Néanmoins, la cour fonde sa décision sur la violation de l’obligation de sécurité de résultat. Elle constate que “les garde-corps, qui devaient répondre aux conditions de sécurité prévues à l’article R. 4323-59 du code du travail, n’étaient pas de nature à assurer la sécurité”. Elle relève une “pratique tolérée sur le chantier visant à retirer régulièrement les garde-corps”, ce qui a fragilisé le système. Elle en déduit que l’employeur “avait ou aurait dû avoir conscience du danger”. Cette démonstration classique, bien que plus exigeante en preuve, permet d’aboutir à la même solution. Elle réaffirme la force de l’obligation de sécurité, dont le manquement constitue une faute inexcusable dès lors que la conscience du danger est établie. Cette approche privilégie l’examen concret des circonstances sur une application automatique d’un texte présomptif.
**II. La consécration d’une garantie intégrale de l’entreprise utilisatrice envers l’entreprise de travail temporaire**
Sur la question des rapports entre entreprises, la cour opère un revirement significatif par rapport au premier juge. Le tribunal avait limité la garantie de l’entreprise utilisatrice à la moitié des sommes dues. La cour estime au contraire que la société de travail temporaire, “employeur juridique, n’a commis aucun manquement à ses obligations”. Dès lors, elle dispose “d’une action en remboursement contre la société Eiffage construction Alsace Franche-Comté sur laquelle pèse la charge définitive du paiement”. La garantie est donc étendue à la totalité des condamnations.

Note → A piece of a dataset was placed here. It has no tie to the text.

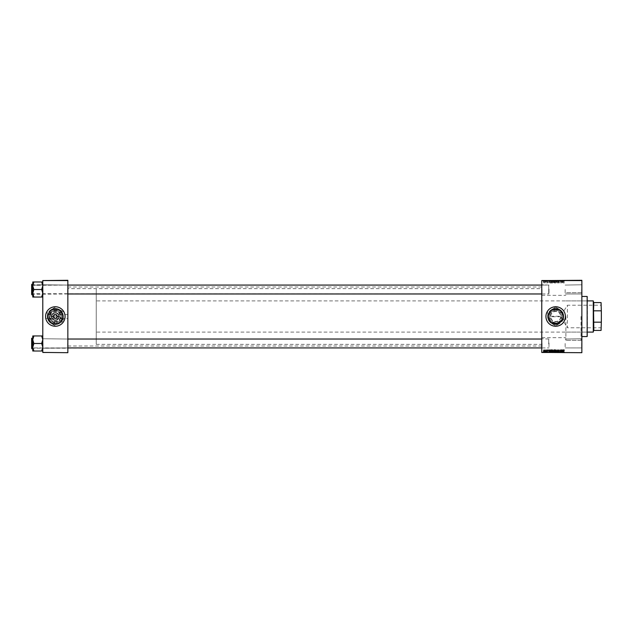 <?xml version="1.0" encoding="UTF-8"?>
<svg xmlns="http://www.w3.org/2000/svg" width="633" height="633" viewBox="0 0 633 633"><rect width="100%" height="100%" fill="white"/><g stroke="black" fill="none" stroke-linecap="round" stroke-linejoin="round"><path stroke-width="0.47" stroke-dasharray="3.17 2.37" d="M55.316 309.141A7.359 7.359 0 0 0 47.958 316.5A7.359 7.359 0 0 0 55.316 323.859A7.359 7.359 0 0 1 47.958 316.5A7.359 7.359 0 0 1 55.316 309.141A7.359 7.359 0 0 1 62.683 316.5A7.359 7.359 0 0 1 55.316 323.859A7.359 7.359 0 0 0 62.683 316.5A7.359 7.359 0 0 0 55.316 309.141M55.316 322.11A5.61 5.61 0 0 1 49.706 316.5A5.61 5.61 0 0 1 55.316 310.89A5.61 5.61 0 0 1 60.934 316.5A5.61 5.61 0 0 1 55.316 322.11M53.37 316.5L55.316 314.554L57.271 316.5L55.316 318.446A1.946 1.946 0 0 1 53.37 316.5A1.946 1.946 0 0 1 55.316 314.554L53.37 316.5L55.316 318.446L53.37 316.5M55.316 326.248A9.748 9.748 0 0 1 45.576 316.5A9.748 9.748 0 0 1 55.316 306.752A9.748 9.748 0 0 1 65.064 316.5A9.748 9.748 0 0 1 55.316 326.248A9.748 9.748 0 0 1 45.576 316.5A9.748 9.748 0 0 1 55.316 306.752A9.748 9.748 0 0 1 65.064 316.5A9.748 9.748 0 0 1 55.316 326.248M563.046 316.5C563.505 306.997 547.861 307.005 548.32 316.5A7.359 7.359 0 0 1 555.687 309.141A7.359 7.359 0 0 1 563.046 316.5A7.359 7.359 0 0 1 555.687 323.859A7.359 7.359 0 0 1 548.32 316.5C547.861 326.003 563.505 325.995 563.046 316.5L563.014 317.228M565.427 316.5A9.748 9.748 0 0 1 555.687 326.248A9.748 9.748 0 0 1 545.939 316.5A9.748 9.748 0 0 0 555.687 326.248A9.748 9.748 0 0 0 565.427 316.5A9.748 9.748 0 0 1 555.687 326.248A9.748 9.748 0 0 1 545.939 316.5A9.748 9.748 0 0 1 555.687 306.752A9.748 9.748 0 0 1 565.427 316.5A9.748 9.748 0 0 0 555.687 306.752A9.748 9.748 0 0 0 545.939 316.5A9.748 9.748 0 0 1 555.687 306.752A9.748 9.748 0 0 1 565.427 316.5M67.85 318.446L67.85 286.986L67.85 318.446L55.316 318.446L57.271 316.5L55.316 314.554A1.946 1.946 0 0 1 57.271 316.5A1.946 1.946 0 0 1 55.316 318.446L45.576 318.446L45.576 316.5A9.748 9.748 0 0 0 55.316 326.248A9.748 9.748 0 0 0 65.064 316.5A9.748 9.748 0 0 0 55.316 306.752A9.748 9.748 0 0 0 45.576 316.5L45.576 318.446M47.958 316.5A7.359 7.359 0 0 0 55.316 323.859A7.359 7.359 0 0 0 62.683 316.5A7.359 7.359 0 0 0 55.316 309.141A7.359 7.359 0 0 0 47.958 316.5M562.903 317.948L562.484 319.333M551.58 322.616L550.481 321.706M549.571 320.599L548.89 319.333M581.862 289.518L581.862 294.25L581.862 289.518M581.577 289.518L581.577 293.973L581.577 289.518M581.862 343.482L581.862 338.75L581.862 343.482M581.577 343.482L581.577 347.936L581.577 343.482M565.15 343.482L565.15 347.936L565.15 343.482M565.15 289.518L565.15 293.973L565.15 289.518M67.85 289.518L67.85 294.25L67.85 289.518M67.573 289.518L67.573 293.973L67.573 289.518M67.85 343.482L67.85 338.75L67.85 343.482M67.573 343.482L67.573 347.936L67.573 343.482M541.761 343.482L541.761 338.75L541.761 343.482M542.038 343.482L542.038 347.936L542.038 343.482M541.761 289.518L541.761 294.25L541.761 289.518M542.038 289.518L542.038 293.973L542.038 289.518M549.001 343.482L549.001 347.936L549.001 343.482M549.001 289.518L549.001 293.973L549.001 289.518M581.862 316.5L581.862 341.14L581.862 316.5M581.023 316.5L581.023 340.309L581.023 316.5M565.878 316.5L565.878 340.309L565.878 316.5M541.761 316.5L541.761 286.986L541.761 316.5M42.791 297.051L42.791 284.787L42.791 297.051L41.675 297.051L42.791 293.285L41.675 289.431L42.791 293.285L41.675 297.051L42.791 297.051L42.791 293.285L42.791 297.051L41.675 297.051L42.791 293.285L42.791 284.787L42.791 294.25L42.791 284.787L42.791 289.518L42.791 284.787L42.791 289.518L42.791 285.752L41.675 281.986L33.881 281.986L32.766 285.752L33.881 289.431L32.766 293.285L33.881 297.051L32.766 297.051L32.766 281.986L33.881 281.986L32.766 281.986L33.881 281.986L32.766 285.752L32.766 289.518L32.766 284.225L32.766 294.812L32.766 284.225L32.766 294.812L32.766 289.518L32.766 293.285L33.881 289.605L32.766 285.752L33.881 281.986L42.791 281.986L42.791 285.752L42.791 281.986L41.675 281.986L42.791 285.752L42.791 293.285L41.675 289.605L42.791 285.752L41.675 289.605L33.881 289.431L32.766 293.285L33.881 297.051L32.766 293.285L32.766 285.752L33.881 289.605L41.675 289.518L42.791 285.752L41.675 281.986L33.881 281.986M43.068 289.518L43.068 293.973L43.068 289.518M42.791 351.014L42.791 347.248L41.675 350.927L42.791 347.248L41.675 343.569L42.791 347.248L42.791 351.014L41.675 351.014L42.791 351.014L42.791 339.715L41.675 336.036L42.791 339.715L41.675 343.395L42.791 339.715L42.791 348.213L42.791 338.75L42.791 348.213L42.791 338.75L42.791 347.248L41.675 343.569L42.791 339.715L41.675 335.949L33.881 335.949L32.766 339.715L33.881 343.395L32.766 347.248L32.766 343.482L32.766 348.775L32.766 335.949L33.881 335.949L32.766 339.715L33.881 343.395L32.766 347.248L33.881 351.014L32.766 351.014L33.881 351.014L32.766 351.014L32.766 338.188L32.766 343.482L32.766 339.715L33.881 335.949L42.791 335.949L42.791 351.014L41.675 351.014L42.791 347.248L42.791 335.949L33.881 335.949M43.068 343.482L43.068 347.936L43.068 343.482M67.85 316.5L67.85 346.014L67.85 316.5M546.421 352.7L546.421 351.584L546.619 352.7M545.053 352.7L545.053 351.584L545.258 352.7L546.042 352.7L545.179 352.7L545.258 351.584L545.211 352.7M553.131 351.584L552.285 351.885L551.612 351.022L552.459 349.891L553.131 350.729L552.862 351.592L551.612 351.584L552.459 351.584L552.443 352.7L553.131 352.7L551.612 352.7L552.925 352.7L552.443 352.7L552.459 351.584L553.131 351.584L553.131 352.7M549.8 352.7L548.597 352.7L549.8 352.7L549.8 351.584L550.014 352.7L551.509 352.7L550.014 352.7L550.014 351.584L549.112 351.584L549.112 352.7M554.745 351.584L553.384 351.584L553.97 351.584L553.962 352.7L554.745 352.7L553.384 352.7L554.508 352.7L553.582 352.7L553.97 351.584L554.745 351.584L554.745 352.7M557.246 352.7L556.391 352.7L557.246 352.7L557.246 351.584L557.507 352.7M564.367 352.7L563.251 352.7L564.367 352.7L564.367 351.584L564.351 352.7M561.526 352.7L560.15 352.7L561.526 352.7L561.526 351.584L561.732 352.7M541.761 352.7L581.862 352.423L541.761 352.7M563.133 352.7L561.938 352.7L563.133 352.7L563.133 351.584L563.354 352.7M559.43 351.584L558.812 351.584L558.812 352.7L559.43 352.7L558.116 352.7L559.026 352.7L558.219 352.7L558.828 352.7L558.828 351.584L559.43 351.584L559.43 352.7M556.367 351.584L555.521 351.885L554.848 351.022L555.703 349.891L556.367 350.729L556.098 351.592L554.848 351.584L555.703 351.584L555.687 352.7L556.367 352.7L554.848 352.7L556.17 352.7L555.687 352.7L555.703 351.584L556.367 351.584L556.367 352.7M547.79 352.7L546.722 352.7L547.79 352.7L547.79 351.584L547.79 352.7M544.625 351.584L543.51 351.584L544.143 351.584L544.143 352.7L544.625 352.7L543.51 352.7L544.42 352.7L544.143 351.584L544.625 351.584L544.625 352.7M543.177 352.7L543.177 351.584L543.383 352.7M552.862 281.416L551.612 281.416L553.131 281.416L552.285 281.115L551.612 281.978L552.459 283.109L553.131 282.271L552.862 281.408L552.285 281.115L551.612 281.978L552.459 283.109L553.131 282.271L552.862 280.3L551.612 280.3L552.862 280.3M549.555 282.555L548.866 281.139L548.597 283.086L548.866 282.555L550.014 283.086L548.866 281.139L548.597 283.086L549.555 282.555M563.971 283.109L564.351 282.508L563.956 282.888L563.251 281.139L563.489 282.563L563.971 283.109L564.351 282.508L563.956 282.888L563.251 281.139L563.971 283.109M558.219 282.54L558.828 283.109L559.43 282.453L558.417 282.555L559.232 281.63L558.686 281.115L558.116 281.717L559.026 281.614L558.219 282.54L558.828 283.109L559.43 282.453L558.417 282.555L559.232 281.63L558.686 281.115L558.116 281.717L559.026 281.614L558.219 282.54M556.391 281.139L557.507 283.086L557.8 281.139L557.341 282.809L556.391 281.139L557.246 283.086L557.8 281.139L557.341 282.809L556.391 281.139M556.098 281.416L554.848 281.416L556.367 281.416L555.521 281.115L554.848 281.978L555.703 283.109L556.367 282.271L556.098 281.408L555.521 281.115L554.848 281.978L555.703 283.109L556.367 282.271L556.098 280.3L554.848 280.3L556.098 280.3M581.862 280.577L541.761 280.3L581.862 280.577L581.862 352.423M541.761 280.577L541.761 352.423M553.408 282.476L554.745 283.086L554.421 281.139L553.653 281.171L553.408 282.476L554.745 283.086L554.421 281.139L553.653 281.171L553.408 282.476M562.895 282.555L562.207 281.139L561.938 283.086L562.207 282.555L563.354 283.086L562.207 281.139L561.938 283.086L562.895 282.555M561.321 281.899L561.732 283.086L561.4 281.139L560.632 282.793L560.15 281.139L560.482 283.086L561.257 281.432L561.732 283.086L561.4 281.139L560.632 282.793L560.15 281.139L560.482 283.086L561.321 281.899M547.3 283.109L547.79 282.603L547.031 282.714L547.608 282.049L547.189 281.645L546.825 282.698L547.3 283.109L547.79 282.603L547.031 282.714L547.608 282.049L547.189 281.645L546.722 282.073L547.41 282.017L546.825 282.698L547.3 283.109M550.615 283.038L551.509 283.086L551.177 281.139L550.441 281.163L550.014 281.938L550.615 283.038L551.509 283.086L551.177 281.139L550.441 281.163L550.014 281.938L550.615 283.038M543.51 282.239L544.143 283.109L544.625 282.547L543.984 281.645L543.51 282.239L544.143 283.109L544.625 282.547L543.984 281.645L543.51 282.239M545.733 282.516L545.796 281.669L545.179 281.693L546.042 283.086L545.796 281.669L545.179 281.693L545.733 282.516M549.555 280.3L548.597 280.3L549.555 280.3L549.555 281.416L549.8 280.3M563.457 281.416L564.367 281.416L563.956 281.416L564.367 280.3L563.251 280.3L563.971 280.3L563.956 281.416L563.457 281.416L563.457 280.3M558.219 280.3L559.43 280.3L558.116 280.3L559.026 280.3L558.219 280.3L558.219 281.416L558.828 281.416L558.828 280.3L558.812 281.416L559.43 281.416L559.43 280.3M556.391 280.3L557.8 280.3L556.391 280.3L556.391 281.416L557.246 281.416L557.246 280.3M543.13 280.3L543.13 281.416L543.177 280.3M553.408 280.3L554.745 280.3L553.384 280.3L553.384 281.416L553.408 280.3M562.895 280.3L561.938 280.3L562.895 280.3L562.895 281.416L563.133 280.3M561.321 280.3L560.15 280.3L561.321 280.3L561.321 281.416L561.526 280.3M547.031 281.416L547.79 281.416L547.292 281.416L547.3 280.3L547.79 280.3L546.722 280.3L547.41 280.3L546.825 280.3L547.3 280.3L547.292 281.416L547.031 280.3M550.615 280.3L551.509 280.3L550.014 280.3L550.615 280.3L550.615 281.416L550.932 280.3M543.51 280.3L544.625 280.3L543.51 280.3L543.51 281.416L544.143 281.416L544.143 280.3L543.715 280.3L544.42 280.3L544.143 281.416L544.625 281.416L544.625 280.3M545.005 280.3L545.005 281.416L545.053 280.3M545.733 280.3L545.179 280.3L545.733 280.3L545.733 281.416L545.836 280.3M546.374 280.3L546.374 281.416L546.421 280.3M45.576 316.5L45.576 314.554L45.576 316.5M42.791 352.7L67.85 352.423L42.791 352.7M42.791 280.577L67.85 280.577L42.791 280.3L42.791 352.423M67.85 280.577L67.85 352.423M561.526 349.914L561.4 351.861L560.632 350.207L560.15 351.861L560.482 349.914L561.257 351.568L561.526 349.914M563.133 349.914L562.207 351.861L561.938 349.914L562.207 350.445L563.133 349.914M562.515 351.252L562.784 350.674L562.231 350.674L562.515 351.252M564.367 350.318L563.687 350.484L563.251 351.861L563.489 350.437L563.971 349.891L564.367 350.318M558.828 349.891L559.43 350.547L558.417 350.445L559.232 351.37L558.686 351.885L558.116 351.283L559.026 351.386L558.219 350.46L558.828 349.891M557.246 349.914L557.8 351.861L557.341 350.191L556.391 351.861L557.246 349.914M555.529 351.663L556.17 350.722L555.687 350.112L555.054 351.038L555.529 351.663M553.97 349.914L554.745 349.914L554.421 351.861L553.384 351.386L553.97 349.914M553.962 350.801L554.508 350.144L553.606 350.524L553.962 350.801M553.907 351.631L554.358 351.03L553.693 351.109L553.907 351.631M547.79 350.365L547.031 350.286L547.608 350.951L547.189 351.355L546.722 350.927L547.41 350.983L546.825 350.302L547.3 349.891L547.79 350.365M549.8 349.914L548.866 351.861L548.597 349.914L548.866 350.445L549.8 349.914M549.175 351.252L549.444 350.674L548.89 350.674L549.175 351.252M550.932 349.914L551.509 349.914L551.177 351.861L550.441 351.837L550.014 351.062L550.932 349.914M550.718 351.631L551.264 350.144L550.219 351.078L550.718 351.631M552.293 351.663L552.925 350.722L552.443 350.112L551.81 351.038L552.293 351.663M544.143 349.891L544.625 350.453L543.984 351.355L543.51 350.761L544.143 349.891M543.715 350.761L543.992 351.18L544.143 350.065L543.715 350.761M545.836 349.914L545.796 351.331L545.179 351.307L545.836 349.914M543.177 281.416L543.383 280.3M543.383 281.416L543.343 280.3M554.745 281.416L553.408 281.416L553.97 281.416L553.97 280.3L554.508 280.3L553.582 280.3L553.962 281.416L554.745 281.416L554.745 280.3M554.421 281.416L554.421 280.3M553.962 281.416L554.508 281.416L553.962 281.416M553.907 281.416L554.358 281.416L553.582 281.416L553.922 280.3M554.255 281.416L554.255 280.3M554.358 281.416L554.358 280.3M553.582 281.416L553.582 280.3L553.606 281.416M553.693 281.416L553.693 280.3M554.397 281.416L554.397 280.3M554.508 281.416L554.508 280.3M555.703 281.416L555.703 280.3L555.054 280.3L556.17 280.3L555.687 280.3L555.687 281.416L555.054 281.416L555.529 281.416L555.521 280.3L555.529 281.416L556.17 281.416L555.687 281.416M556.367 281.416L556.367 280.3M554.848 281.416L554.848 280.3M555.94 281.416L555.94 280.3M556.17 281.416L556.17 280.3M555.054 281.416L555.054 280.3M557.246 281.416L557.507 280.3M557.507 281.416L557.8 280.3M557.8 281.416L557.602 280.3M557.602 281.416L557.341 280.3M557.341 281.416L556.613 281.416L556.613 280.3M559.43 281.416L559.176 280.3M559.176 281.416L558.417 281.416L558.417 280.3M558.417 281.416L558.472 280.3M558.472 281.416L559.002 281.416L559.002 280.3L559.232 281.416L559.232 280.3M559.232 281.416L558.686 281.416L558.686 280.3L558.694 281.416L558.116 281.416L558.116 280.3L558.116 281.416L558.314 280.3L558.314 281.416L559.026 281.416L558.947 280.3M558.947 281.416L558.219 281.416M564.367 281.416L564.367 280.3L564.351 281.416M564.145 281.416L564.145 280.3L564.161 281.416M563.251 281.416L563.251 280.3M563.489 281.416L563.489 280.3M563.133 281.416L563.354 280.3M563.354 281.416L562.452 281.416L562.452 280.3M562.452 281.416L562.207 280.3L562.784 280.3L562.231 280.3L562.207 281.416L561.938 280.3M561.938 281.416L562.144 280.3M562.144 281.416L562.895 281.416M562.515 281.416L562.515 280.3M562.784 281.416L562.784 280.3M562.357 281.416L562.357 280.3M562.231 281.416L562.231 280.3M561.526 281.416L561.732 280.3M561.732 281.416L561.4 280.3M561.4 281.416L561.186 280.3M561.186 281.416L560.632 281.416L560.632 280.3M560.632 281.416L560.561 280.3M560.561 281.416L560.355 280.3M560.355 281.416L560.15 280.3M560.15 281.416L560.482 280.3M560.482 281.416L560.696 280.3M560.696 281.416L561.099 280.3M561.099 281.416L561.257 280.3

Cette solution s’appuie sur une interprétation combinée des articles L. 412-6 et L. 452-1 du code de la sécurité sociale. L’utilisateur est regardé comme substitué dans la direction pour la faute inexcusable, mais l’employeur juridique “demeure tenu des obligations prévues audit article sans préjudice de l’action en remboursement qu’il peut exercer contre l’auteur de la faute inexcusable”. La cour tire les conséquences logiques de ce dispositif. Puisque la faute inexcusable est exclusivement imputable à l’utilisateur, c’à lui que doit incomber in fine la charge financière. Cette décision clarifie les relations entre les deux entreprises et renforce la protection de l’entreprise de travail temporaire, qui se trouve déchargée de toute responsabilité financière lorsque la faute est étrangère à son propre comportement. Elle assure une meilleure adéquation entre la responsabilité et sa sanction pécuniaire.